The `tidylinreg` package fits a linear model to a dataset, and can be used to carry out regression. 
`tidylinreg` computes and returns a list of summary statistics of the fitted linear model, including standard error, confidence intervals, and p-values.
These summary statistics are ouput as a [Pandas DataFrame](https://pandas.pydata.org/pandas-docs/stable/reference/api/pandas.DataFrame.html). This is advantageous as it allows for fast and convenient manipulation of large regression models,
where, for example, insignificant parameters can easily be filtered out!

## Functions

`tidylinreg` is built around the `LinearModel` object, which offers three useful methods:

- `fit`:
    - Fits the linear model to the provided regressors and response. This is the first step in using the `LinearModel` object; 
    the object must be fitted to the data before anything else!
    - Please be advised that at the current state of development, `fit` only accepts continuous regressors. If your data is categorical,
    first transforming into dummy variables with encoding techniques, such as [One-Hot Encoding](https://scikit-learn.org/stable/modules/generated/sklearn.preprocessing.OneHotEncoder.html)
    - Watch out for collinearity! `tidlinreg` will let you know if there is any linear dependence in your data
    before fitting.
    provided by Scikit-Learn.
    - For convenience, the intercept is automatically included into the regression model. No need to modify your data to accomodate this!
- `predict`:
    - Predict the response using given test regressor data.
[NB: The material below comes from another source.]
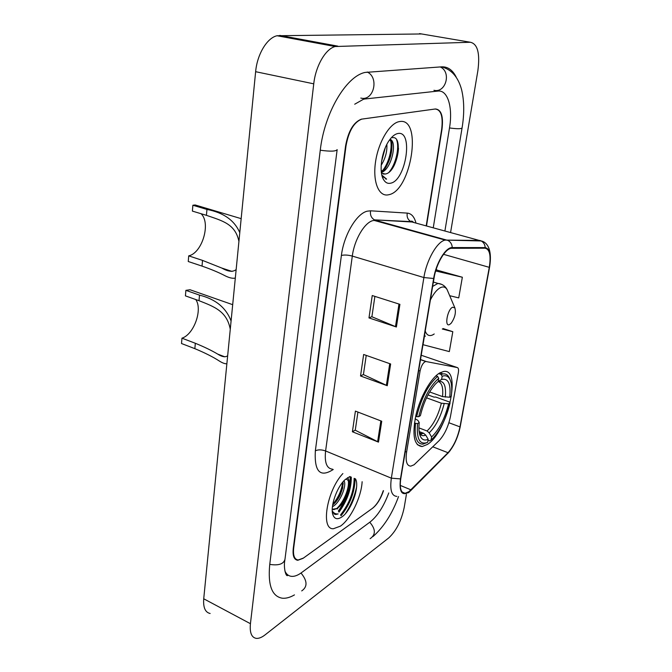 <?xml version="1.0" encoding="UTF-8"?>
<svg xmlns="http://www.w3.org/2000/svg" width="672" height="672" viewBox="0 0 672 672"><rect width="100%" height="100%" fill="white"/><g stroke="black" fill="none" stroke-linecap="round" stroke-linejoin="round"><path stroke-width="1.01" d="M414.078 464.78L439.068 440.698C444.52 434.759 448.342 426.602 450.517 416.22L458.354 372.616C458.816 369.659 458.48 367.979 457.355 367.584L425.704 361.469C423.167 362.519 421.294 365.686 420.084 370.969L406.61 452.071C405.35 461.244 406.753 465.931 410.802 466.133L414.078 464.78M427.417 444.419C447.502 432.239 462.218 367.811 443.629 371.498L439.799 372.901C431.054 377.807 420.218 396.782 415.909 415.195C411.978 435.271 414.061 445.721 422.159 446.544L427.417 444.419M426.208 225.859L441.655 129.419C443.201 116.365 441.008 109.57 435.061 109.024L361.788 119.112C353.942 122.195 348.676 131.141 346.004 145.958L293.681 548.108C292.925 555.458 294.42 559.423 298.183 559.994L303.442 558.062L372.347 508.402C376.849 504.79 380.495 498.868 383.292 490.636M433.255 227.783L449.476 128.066C453.012 107.621 447.838 89.678 437.884 91.081L365.064 98.969L363.493 99.238L354.707 104.21M284.894 571.007C286.398 574.316 288.649 576.097 291.631 576.366C294.58 576.568 297.864 575.333 301.484 572.678L370.222 521.9C377.605 515.953 383.788 506.302 388.76 492.946M450.584 232.487L477.868 70.711C480.136 53.399 477.641 43.915 470.408 42.26L335.177 46.519C325.618 48.787 315.664 65.923 313.748 83.832L250.429 623.7C249.589 632.57 251.504 637.459 256.166 638.358C258.762 638.635 261.736 637.476 265.079 634.872L388.702 537.953C396.203 530.972 401.369 520.834 404.191 507.545L406.4 494.458M421.638 33.961L277.057 35.742C267.095 37.808 257.158 54.306 255.637 71.694L203.725 598.786C203.087 607.513 205.229 612.41 210.143 613.494M456.137 76.978C452.567 69.964 447.754 66.587 441.689 66.839L365.089 72.433C346.046 76.255 324.341 113.156 320.242 150.41L269.707 564.841C267.792 585.413 272.026 596.543 282.391 598.223C286.054 598.55 290.077 597.442 294.462 594.896M340.88 515.424C349.986 503.983 354.598 491.694 354.707 478.565C354.598 491.694 349.986 503.983 340.88 515.424M338.352 511.006C346.315 499.716 350.255 488.258 350.162 476.641M340.444 526.126C350.658 519.137 361.368 497.036 362.132 481.698C361.368 497.036 350.658 519.137 340.444 526.126L333.404 528.738L340.444 526.126M345.526 513.534C350.851 505.386 354.539 496.566 356.58 487.066C354.539 496.566 350.851 505.386 345.526 513.534M388.928 194.687C411.373 190.63 422.789 117.188 399.63 121.556L399.017 121.666C389.399 123.522 378.235 142.506 375.497 162.162C372.624 181.843 378.739 196.669 388.088 194.872L388.928 194.687C411.373 190.63 422.789 117.188 399.63 121.556L399.017 121.666C389.399 123.522 378.235 142.506 375.497 162.162C372.624 181.843 378.739 196.669 388.088 194.872L388.928 194.687M408.946 491.652L405.107 493.298C400.907 493.08 399.462 488.208 400.772 478.691L433.961 278.368C436.136 264.272 444.704 249.312 451.013 248.321L485.033 248.195C489.703 249.152 491.123 255.536 489.283 267.338L459.984 426.871C457.657 437.758 453.667 446.368 447.997 452.71L408.946 491.652M408.853 492.181L447.947 453.172C453.76 446.678 457.85 437.85 460.228 426.695L489.535 267.229C491.425 255.133 489.972 248.598 485.176 247.598L452.248 247.565C445.763 247.044 436.002 263.096 433.65 278.494L400.47 478.909C399.034 491.837 401.831 496.264 408.853 492.181M351.296 477.12C351.338 489.098 347.239 500.766 338.99 512.131M399.916 304.34L372.238 295.537L368.978 317.923L396.396 326.995L399.916 304.34M374.884 296.377L371.893 316.756L396.396 326.995M371.91 316.646L368.978 317.923M381.738 421.243L355.412 411.104L352.397 431.768L378.487 442.126L381.738 421.243M357.924 412.07L355.261 430.214L378.487 442.126M355.286 430.072L352.397 431.768M390.642 363.98L363.653 354.48L360.528 375.976L387.265 385.72L390.642 363.98M366.232 355.387L363.418 374.606L387.265 385.72M363.434 374.48L360.528 375.976M342.871 473.558C326.836 490.51 320.359 529.729 333.404 528.738C320.359 529.729 326.836 490.51 342.871 473.558M426.502 225.943L441.983 129.36C443.528 116.315 441.336 109.519 435.406 108.973L361.36 119.171C353.497 122.254 348.23 131.208 345.559 146.034L293.269 548.402C292.505 555.752 294.008 559.717 297.772 560.288L303.038 558.348L372.674 508.158C377.093 504.63 380.705 498.817 383.51 490.728M449.694 295.705L458.732 297.898L462.353 277.242L436.43 269.959M424.435 336.143L423.016 344.694L449.324 351.599L452.81 331.691L443.066 328.541M452.81 331.691L442.294 329.011M434.381 276.108L433.39 282.064M435.826 270.421L436.741 269.724M462.353 277.242L435.666 270.959M343.988 480.724C347.08 485.05 340.242 502.69 332.648 506.604L332.43 506.73M343.106 481.715L342.67 488.107L340.284 494.802C338.218 499.162 335.681 502.564 332.657 505.008M332.254 509.158L333.724 509.636L336.916 508.502L332.455 509.284M349.86 476.515L344.761 479.934C336.655 487.477 330.028 506.864 332.867 514.702C334.463 519.095 337.428 519.859 341.779 517.003C351.238 510.896 359.99 486.578 355.505 478.901M336.916 508.502C340.133 506.554 343.006 503.051 345.526 497.994L348.524 489.434C349.675 482.832 348.709 479.396 345.61 479.144M332.38 512.299L335.563 514.542L338.125 513.929C335.664 514.206 333.715 513.215 332.27 510.947M338.125 513.929L334.11 514.156M348.348 481.018C349.381 488.132 343.736 502.496 336.462 508.746M342.695 482.21C341.737 490.132 338.428 497.49 332.783 504.286M347.474 477.7C349.272 479.363 349.633 482.908 348.55 488.342L345.114 498.061L337.218 509.023M332.867 511.795L332.338 511.963M343.274 483.68L339.889 494.693L334.782 503.076M226.867 363.787C225.011 363.922 222.541 363.031 219.484 361.116C213.301 357.084 205.094 352.934 194.855 348.659L181.516 343.526L181.961 338.176C193.956 334.471 202.894 309.397 195.754 299.536M230.269 329.246C226.876 311.254 214.444 306.768 199.021 300.695L185.43 295.873L185.884 290.346L199.508 295.134C215.603 299.141 226.128 307.776 231.084 321.031M181.961 338.176L195.325 343.274C204.271 346.928 211.73 350.54 217.703 354.102C222.029 356.899 225.338 357.454 227.657 355.765M429.66 391.969L442.529 396.598L449.753 397.236C451.038 383.897 448.325 377.975 441.613 379.462L442.168 376.278L441.076 374.43L438.69 373.598M428.005 394.934L434.045 397.118L435.758 397.051L449.45 401.999L450.089 402.881C446.418 417.883 440.672 429.71 432.844 438.362L431.063 440.026L431.6 436.976C439.194 429.601 444.856 418.555 448.577 403.847L441.37 403.217L426.552 397.832M418.925 427.888L427.064 430.987L429.181 432.835L431.6 436.976M437.632 376.429C428.249 384.628 421.26 398.034 416.657 416.648L418.723 416.699C423.142 398.975 429.811 386.173 438.732 378.294L437.632 376.429L435.926 375.833M415.657 416.279L416.657 416.648M450.013 379.546L449.14 377.471C447.703 374.791 445.662 373.607 443.016 373.918L441.076 374.43M431.063 440.026L429.542 440.849L428.005 440.261M449.753 397.236L451.265 396.287C452.222 388.693 451.744 382.998 449.828 379.193C448.106 376.026 445.544 375.052 442.168 376.278M438.732 378.294L438.178 381.494L435.389 384.107C428.602 391.944 423.604 402.452 420.403 415.649L418.723 416.699M448.577 403.847L450.089 402.881M441.613 379.462L438.178 381.469M415.498 423.562C414.263 437.228 416.741 444.091 422.923 444.15L427.644 442.352C419.748 445.301 416.388 439.051 417.564 423.604L414.406 423.15M417.564 423.604L419.236 422.537C418.589 428.635 418.984 433.28 420.437 436.464C422.142 439.891 424.721 440.832 428.173 439.286L427.644 442.352M415.128 418.79L417.858 420.353L419.236 422.537M428.173 439.286L425.746 435.12L423.612 433.264L419.143 431.55M195.863 291.791L190.033 289.75L185.884 290.346M235.318 278.04C232.546 278.762 228.623 277.746 223.558 274.991C217.686 272.034 210.504 269.069 202.028 266.104L188.252 261.509L188.714 255.856C202.264 253.042 211.117 222.944 201.062 213.713M238.921 241.399C235.326 223.877 222.373 220.819 206.438 215.334L192.394 211.1L192.872 205.246L206.951 209.437C223.6 212.638 234.545 220.382 239.778 232.68M188.714 255.856L202.524 260.4L221.819 268.061C228.22 271.748 232.999 272.236 236.149 269.539M452.626 307.213C447.334 309.364 444.192 327.667 449.618 324.5L451.189 323.198C454.927 317.688 456.154 312.581 454.877 307.894L452.626 307.213M201.81 206.951L195.149 204.968L192.872 205.246M386.854 144.379C387.29 151.544 385.392 158.508 381.175 165.278M385.308 147.672L381.545 161.507M389.995 139.356C397.58 141.019 391.81 169.184 381.385 172.46M389.668 139.793C394.951 144.304 390.113 166.354 381.251 171.31M381.478 173.099L385.098 174.031L383.09 173.998M390.608 183.196C406.006 180.65 413.725 130.074 397.874 133.518C394.926 134.072 392.003 136.424 389.113 140.582C381.62 151.099 378.697 171.486 383.41 179.357C385.232 182.582 387.635 183.859 390.608 183.196M385.098 174.031C397.48 172.897 403.528 135.29 392.515 137.743M382.099 176.022L386.602 179.13L381.872 175.148M386.602 179.13L385.669 178.987M396.74 140.179C399.504 147.605 395.9 164.144 389.164 172.066M390.398 139.516C392.918 147.79 388.626 164.85 381.318 171.948M383.821 151.645L382.25 157.466M398.479 148.201C398.168 154.266 396.673 160.138 394.002 165.808M391.348 140.204C393.582 148.613 389.29 165.144 382.166 172.116M385.241 147.84L381.536 161.524M457.355 367.584L421.226 355.244M426.157 361.477L420.512 359.537M420.084 370.969L418.698 370.49M406.61 452.071L405.275 451.534M287.75 574.862L287.582 575.585M320.267 150.226C330.456 151.612 336.084 151.41 337.159 149.621M367.223 72.005C379.571 77.759 373.54 101.573 360.805 98.07M440.219 66.94C451.71 71.938 445.796 93.374 433.927 90.292M441.546 66.847C451.408 69.384 458.077 76.919 461.546 89.468C464.251 100.666 464.436 113.476 462.084 127.89C461.378 128.982 457.178 128.999 449.492 127.949M370.129 538.675C375.866 534.694 375.74 529.217 369.768 522.245M301.72 590.906C307.667 586.799 307.432 580.835 300.997 573.023M269.766 564.379C278.561 565.765 283.626 564.077 284.97 559.306L287.162 542.094M255.637 71.694L313.748 83.832M279.745 35.398L337.756 46.124M419.521 33.6L470.408 42.26M203.725 598.786L250.429 623.7M333.245 469.493C320.174 477.91 314.21 471.677 315.344 450.803L341.393 255.461C344.358 254.738 347.995 254.948 352.304 256.082L325.601 450.962C324.4 462.512 326.684 468.577 332.464 469.165M341.393 255.461C343.854 235.074 356.563 213.587 367.223 211.184L370.608 210.806L407.266 213.108C411.474 213.528 414.38 216.854 415.985 223.087M452.248 247.565C452.063 244.331 450.66 241.962 448.039 240.467L375.539 220.273L372.851 220.618C364.375 222.684 354.337 239.837 352.304 256.082L423.889 277.544C426.535 259.963 437.287 241.315 445.225 240.089L479.9 240.458L482.63 241.458M408.5 492.761L410.953 490.35M489.569 267.154L460.228 426.695M489.535 267.229L489.619 266.91C492.828 246.893 485.335 241.601 481.177 240.954L411.97 221.995L374.464 219.862C371.238 217.946 369.953 214.931 370.608 210.806M485.176 247.598C485.008 244.574 483.672 242.357 481.177 240.954L445.225 240.089L373.951 220.366L374.464 219.862L410.936 221.609C407.854 219.803 406.627 216.972 407.266 213.108M410.911 490.434L447.947 453.172M433.65 278.494L423.889 277.544L391.348 478.17L400.47 478.909M396.892 496.381C391.616 496.079 389.768 490.006 391.348 478.17L325.601 450.962C321.619 449.56 318.2 449.501 315.344 450.803M414.322 222.634L410.936 221.609C411.348 220.786 412.163 220.996 413.381 222.239M489.283 267.338L443.537 254.327M401.218 227.371L398.966 227.287M410.995 489.863L400.26 485.402M447.997 452.71L432.793 446.813M459.984 426.871L448.896 422.747M389.735 363.661L386.366 385.35M380.856 420.899L377.622 441.731M398.983 304.046L395.48 326.651M340.57 514.886C349.532 503.437 354.052 491.257 354.144 478.321M341.057 515.743C350.104 504.311 354.782 491.98 355.102 478.724M338.671 511.568C346.777 500.237 350.801 488.678 350.725 476.876M442.529 396.598C443.386 387.761 441.924 382.738 438.152 381.511C443.94 380.411 446.326 385.619 445.309 397.118M427.064 430.987C433.44 424.746 438.211 415.489 441.37 403.217M429.181 432.835C435.851 426.308 440.84 416.615 444.142 403.738M419.429 433.289C420.941 435.641 423.041 436.246 425.746 435.12M419.53 433.339L421.772 433.742L423.612 433.264M199.021 300.695L199.508 295.134M194.855 348.659L195.325 343.274M448.006 291.724L447.098 289.598C445.603 287.078 443.503 286.373 440.79 287.482C437.203 289.178 433.734 293.345 430.382 299.981M425.233 331.044C426.762 335.252 429.29 336.521 432.81 334.849L434.221 333.976M441.697 284.382L437.917 283.416L432.625 286.432M424.385 336.143L425.46 336.101M206.438 215.334L206.951 209.437M202.028 266.104L202.524 260.4M417.287 444.646L422.159 446.544M425.704 361.469L420.487 359.68M287.263 541.288L337.117 149.94M462.05 128.083L444.906 230.95M287.969 575.03C286.18 578.348 283.265 567.748 284.869 560.112M398.538 496.566C392.305 513.643 383.779 526.982 372.977 536.575M277.057 35.742L335.177 46.519M405.107 493.298L402.175 492.072M447.838 453.398L450.248 450.492M459.152 431.407L460.27 426.594M398.773 226.691L396.505 226.607M332.665 513.954L332.867 514.702M345.534 497.994L345.114 498.061M348.524 489.434L348.55 488.342M342.678 486.788L342.67 488.107M439.916 372.834L443.016 373.918M449.828 379.193L449.14 377.471M419.706 434.456L420.437 436.464M419.404 433.171C421.201 434.171 421.991 434.364 421.772 433.742L419.336 432.81M190.033 289.75L232.688 304.676M217.703 354.102L224.876 356.84M433.348 282.047L437.917 283.416C442.067 283.87 445.124 285.928 447.098 289.598L454.877 307.894M195.149 204.968L241.164 218.652M221.819 268.061L231.983 271.412M382.25 176.534L383.41 179.357"/></g></svg>

Remember to fit the model first!
- `summary`:
    - Provides a summary of the model fit, similar to the output of the R [`summary()`](https://www.rdocumentation.org/packages/stats/versions/3.6.2/topics/summary.lm) function when computed on a fitted `lm` object.
    - The output includes parameter names, estimates, standard errors, test statistics, and significance p-values as a [Pandas DataFrame](https://pandas.pydata.org/pandas-docs/stable/reference/api/pandas.DataFrame.html)
    - Additionally, the user can choose to include confidence interval estimates of their parameters, and can specify the significance level.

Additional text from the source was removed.